Tuesday 5 July 2005
Problem Gamblers Share Personality Profiles of Substance Abusers: Otago Research
Young adults with problem gambling behaviour have personality profiles strikingly similar to the profiles of those with
alcohol, marijuana and nicotine-associated addictive disorders, according to a new research arising from the University
of Otago’s Dunedin Multidisciplinary Health & Development Research Unit.
The new findings are published today in the US-based international journal Archives of General Psychiatry.
The research compared personality assessments obtained in 1991-1992 for 939 young adults (475 men and 464 women) from
Dunedin who were 18 years old, with diagnoses of problem gambling and alcohol, cannabis and nicotine dependence in the
previous year based on structured interviews conducted when the individuals were 21 years old in 1993-1994.

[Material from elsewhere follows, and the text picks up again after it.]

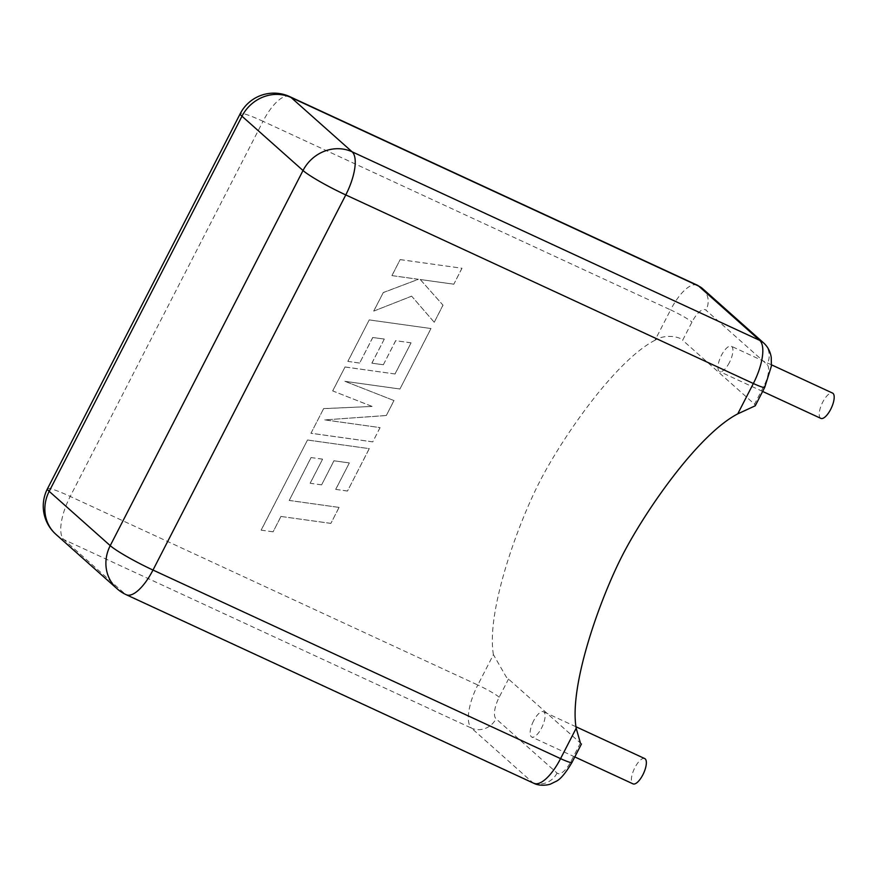 <?xml version="1.0" encoding="UTF-8"?>
<svg xmlns="http://www.w3.org/2000/svg" width="878" height="878" viewBox="0 0 878 878"><rect width="100%" height="100%" fill="white"/><g stroke="black" fill="none" stroke-linecap="round" stroke-linejoin="round"><path stroke-width="0.66" stroke-dasharray="4.39 3.29" d="M644.726 758.57A13.938 5.158 -65.2 0 0 634.871 767.657A13.938 5.158 -65.2 0 0 633.016 783.867M533.615 720.816A13.938 5.158 -65.2 0 0 531.761 737.026A13.938 5.158 -65.2 0 0 541.616 727.928A13.938 5.158 -65.2 0 0 543.471 711.718A13.938 5.158 -65.2 0 0 533.615 720.816M820.853 418.378A13.938 5.158 114.8 0 1 822.708 402.168A13.938 5.158 114.8 0 1 832.563 393.081M729.453 362.438A13.938 5.158 114.8 0 1 719.598 371.537A13.938 5.158 114.8 0 1 721.442 355.327A13.938 5.158 114.8 0 1 731.297 346.228A13.938 5.158 114.8 0 1 729.453 362.438M581.466 743.951L506.376 677.179L493.414 654.626L477.808 685.005L70.218 496.432L263.016 121.307L670.594 309.879L654.988 340.247C664.525 333.969 679.66 336.461 682.645 340.236L691.974 322.083A18.91 7.002 114.8 0 1 706 310.186L767.043 364.48A18.91 7.002 114.8 0 1 763.882 386.046L754.542 404.198L682.645 340.236M654.988 340.247C615.379 360.803 562.458 437.332 539.761 481.506C517.054 525.681 486.105 612.361 493.414 654.626M754.542 404.198L755.256 405.79M311.075 457.603L289.224 500.471L339.095 507.418L330.874 523.409L281.004 516.462L273.102 531.827L261.172 530.169L307.487 440.043L369.298 448.647L347.49 491.065L335.758 489.386L349.334 462.958L333.991 460.785L321.611 484.875L310.197 483.262L322.588 459.172L311.021 457.559L289.224 500.471M289.169 500.416L339.095 507.418M339.04 507.374L330.874 523.409M330.819 523.365L281.004 516.462M280.949 516.407L273.102 531.827M273.047 531.783L261.172 530.169M261.117 530.114L307.487 440.043M307.432 439.988L369.298 448.647M369.243 448.592L347.49 491.065M347.447 491.011L335.758 489.386M335.703 489.331L349.334 462.958M349.279 462.904L333.991 460.785M333.936 460.741L321.611 484.875M321.557 484.832L310.197 483.262M310.143 483.218L322.588 459.172M322.533 459.128L311.021 457.559M310.966 433.271L323.62 408.654L372.074 406.448L332.729 390.919L345.021 367.015L395.067 373.984L411.058 342.87L395.715 340.686L383.335 364.787L371.921 363.174L384.301 339.073L372.788 337.514L359.64 363.086L347.897 361.407L369.21 319.932L431.021 328.537L399.94 389.02L344.933 381.326L394.002 400.566L386.309 415.535L324.827 419.904L380.097 427.619L372.766 441.886L310.966 433.271L323.62 408.654M323.565 408.599L372.074 406.448M372.02 406.393L332.729 390.919M332.685 390.875L345.021 367.015M344.966 366.96L395.067 373.984M395.012 373.94L411.058 342.87M411.003 342.815L395.715 340.686M395.66 340.642L383.335 364.787M383.28 364.732L371.921 363.174M371.866 363.119L384.301 339.073M384.246 339.029L372.788 337.514M372.733 337.459L359.64 363.086M359.585 363.042L347.897 361.407M347.842 361.363L369.21 319.932M369.166 319.888L431.021 328.537M430.966 328.482L399.94 389.02M399.885 388.965L344.933 381.326M344.878 381.282L394.002 400.566M393.948 400.522L386.309 415.535M386.254 415.481L324.827 419.904M324.772 419.849L380.097 427.619M380.042 427.575L372.766 441.886M372.711 441.843L310.911 433.227M400.203 259.636L462.004 268.251L453.805 284.22L420.255 279.511L443.017 305.193L434.248 322.27L411.683 296.193L373.765 311.086L383.258 292.615L418.334 279.314L391.994 275.615L400.149 259.581L462.004 268.251M461.949 268.207L453.805 284.22M453.75 284.165L420.255 279.511M420.2 279.467L443.017 305.193M442.962 305.138L434.248 322.27M434.193 322.226L411.683 296.193M411.628 296.149L373.765 311.086M373.71 311.042L383.258 292.615M383.203 292.561L418.334 279.314M418.279 279.259L391.994 275.615M391.939 275.571L400.149 259.581M580.413 743.018L571.084 761.171A18.91 7.002 114.8 0 1 557.058 773.068L496.015 718.775A18.91 7.002 114.8 0 1 499.187 697.209L508.516 679.056M55.94 534.362A37.831 34.922 131.7 0 0 63.885 539.564L471.475 728.125L532.518 782.43L124.928 593.857L63.885 539.564A37.831 14.004 -65.2 0 1 70.218 496.432A37.831 3.907 -152.8 0 0 47.445 488.805M697.341 285.207A37.831 14.004 -65.2 0 0 670.594 309.879A18.91 1.954 -152.8 0 1 691.974 322.083M289.762 96.635A37.831 14.004 -65.2 0 0 263.016 121.307A37.831 3.907 -152.8 0 0 240.232 113.679M499.187 697.209A18.91 1.954 -152.8 0 0 477.808 685.005A37.831 14.004 -65.2 0 0 471.475 728.125A18.91 17.461 131.7 0 0 496.015 718.775M116.983 588.655A37.831 34.922 131.7 0 0 124.928 593.857A37.831 14.004 114.8 0 0 126.245 594.724M557.058 773.068A18.91 17.461 131.7 0 1 532.518 782.43A37.831 14.004 -65.2 0 0 533.824 783.297M571.962 762.444A18.91 1.954 27.2 0 0 571.084 761.171M764.749 387.308A18.91 1.954 27.2 0 0 763.882 386.046M763.673 342.969A18.91 17.461 -48.3 0 1 767.043 364.48M702.63 288.675A18.91 17.461 -48.3 0 1 706 310.186M574.794 756.935L531.761 737.026M762.631 391.445L719.598 371.537M771.499 364.831L731.297 346.228M581.401 743.907L506.386 677.179M575.935 726.743L543.471 711.718"/><path stroke-width="1.32" d="M574.794 756.935L633.016 783.867A13.938 5.158 -65.2 0 0 642.872 774.78A13.938 5.158 -65.2 0 0 644.726 758.57L575.935 726.743M771.499 364.831L832.563 393.081A13.938 5.158 114.8 0 1 830.709 409.291A13.938 5.158 114.8 0 1 820.853 418.378L762.631 391.445M737.75 413.867L753.357 383.499A18.91 1.954 27.2 0 0 764.749 387.308L755.256 405.79L737.75 413.867C698.142 434.434 645.231 510.952 622.524 555.126C599.817 599.301 568.867 685.981 576.188 728.246L580.413 743.018M764.749 387.308L771.389 366.115L771.246 357.511C770.368 351.65 767.844 346.799 763.673 342.969A18.91 17.461 -48.3 0 0 759.7 340.368L698.658 286.074L291.068 97.502L352.111 151.806L759.7 340.368A37.831 14.004 -65.2 0 1 753.357 383.499L345.778 194.927L152.992 570.052L560.57 758.625L576.188 728.246M47.445 488.805A37.831 37.831 0 0 0 55.94 534.362A37.831 34.922 131.7 0 1 49.19 491.34L110.233 545.644L303.02 170.519L241.977 116.214L49.19 491.34A37.831 3.907 -152.8 0 1 47.445 488.805L240.232 113.679A37.831 3.907 -152.8 0 0 241.977 116.214A37.831 34.922 131.7 0 1 291.068 97.502A37.831 14.004 -65.2 0 0 289.762 96.635L697.341 285.207A37.831 14.004 -65.2 0 1 698.658 286.074A18.91 17.461 -48.3 0 1 702.63 288.675L763.673 342.969M352.111 151.806A37.831 34.922 131.7 0 0 303.02 170.519A37.831 3.907 -152.8 0 0 345.778 194.927A37.831 14.004 -65.2 0 0 352.111 151.806M126.245 594.724A37.831 14.004 114.8 0 0 152.992 570.052A37.831 3.907 -152.8 0 1 110.233 545.644A37.831 34.922 131.7 0 0 116.983 588.655A37.831 37.831 0 0 0 126.245 594.724L533.824 783.297A37.831 14.004 -65.2 0 0 560.57 758.625A18.91 1.954 27.2 0 0 571.962 762.444C565.597 773.255 560.208 779.609 555.818 781.475L550.989 783.835C550.627 784.394 540.925 786.929 533.824 783.297M289.762 96.635A37.831 37.831 0 0 0 240.232 113.679M55.94 534.362L116.983 588.655M571.962 762.444L581.466 743.951M702.63 288.675L697.341 285.207"/></g></svg>

In the past it has been difficult to identify personality traits associated with problem gambling, because most previous
studies have drawn subjects from those seeking treatment for a gambling disorder, says Research Unit Director Associate
Professor Richie Poulton.
“These subjects are unlikely to be representative of the majority of individuals in the community with gambling
problems,” Associate Professor Poulton explained.
He and his colleagues found that young adults with a problem gambling diagnosis in the year before they turned 21 were,
on average, more likely to have high scores for negative emotionality and for impulsive and risk-taking behavior on
personality tests taken at age 18 years.
“In particular, young adults with a diagnosis of problem gambling were characterised by negative emotions such as
nervousness or worry, anger or aggressiveness, feeling mistreated or victimised, and unconstrained behaviours of
risk-taking, impulsivity, and rebelliousness,” he and his co-authors write in the journal article.
“Past-year problem gambling was significantly associated with past-year alcohol dependence, cannabis dependence, and
nicotine dependence,” they report.
“The associations between problem gambling and the three substance use disorders were similar in magnitude and were
nearly as large as the well-established association between alcohol and nicotine dependence.”
“A focus on more basic traits, such as individual differences in personality, is a promising approach for understanding
the high rate of comorbidity [conditions which occur together] of pathological and problem gambling with other addictive
disorders,” they concluded.
Note: The Dunedin Multidisciplinary Health and Development Research Unit is supported by the New Zealand Health Research
Council. This study was supported by grants from the National Institutes of Health, Bethesda, Md., the William T. Grant
Foundation, New York and the United Kingdom Medical Research Council, London, England.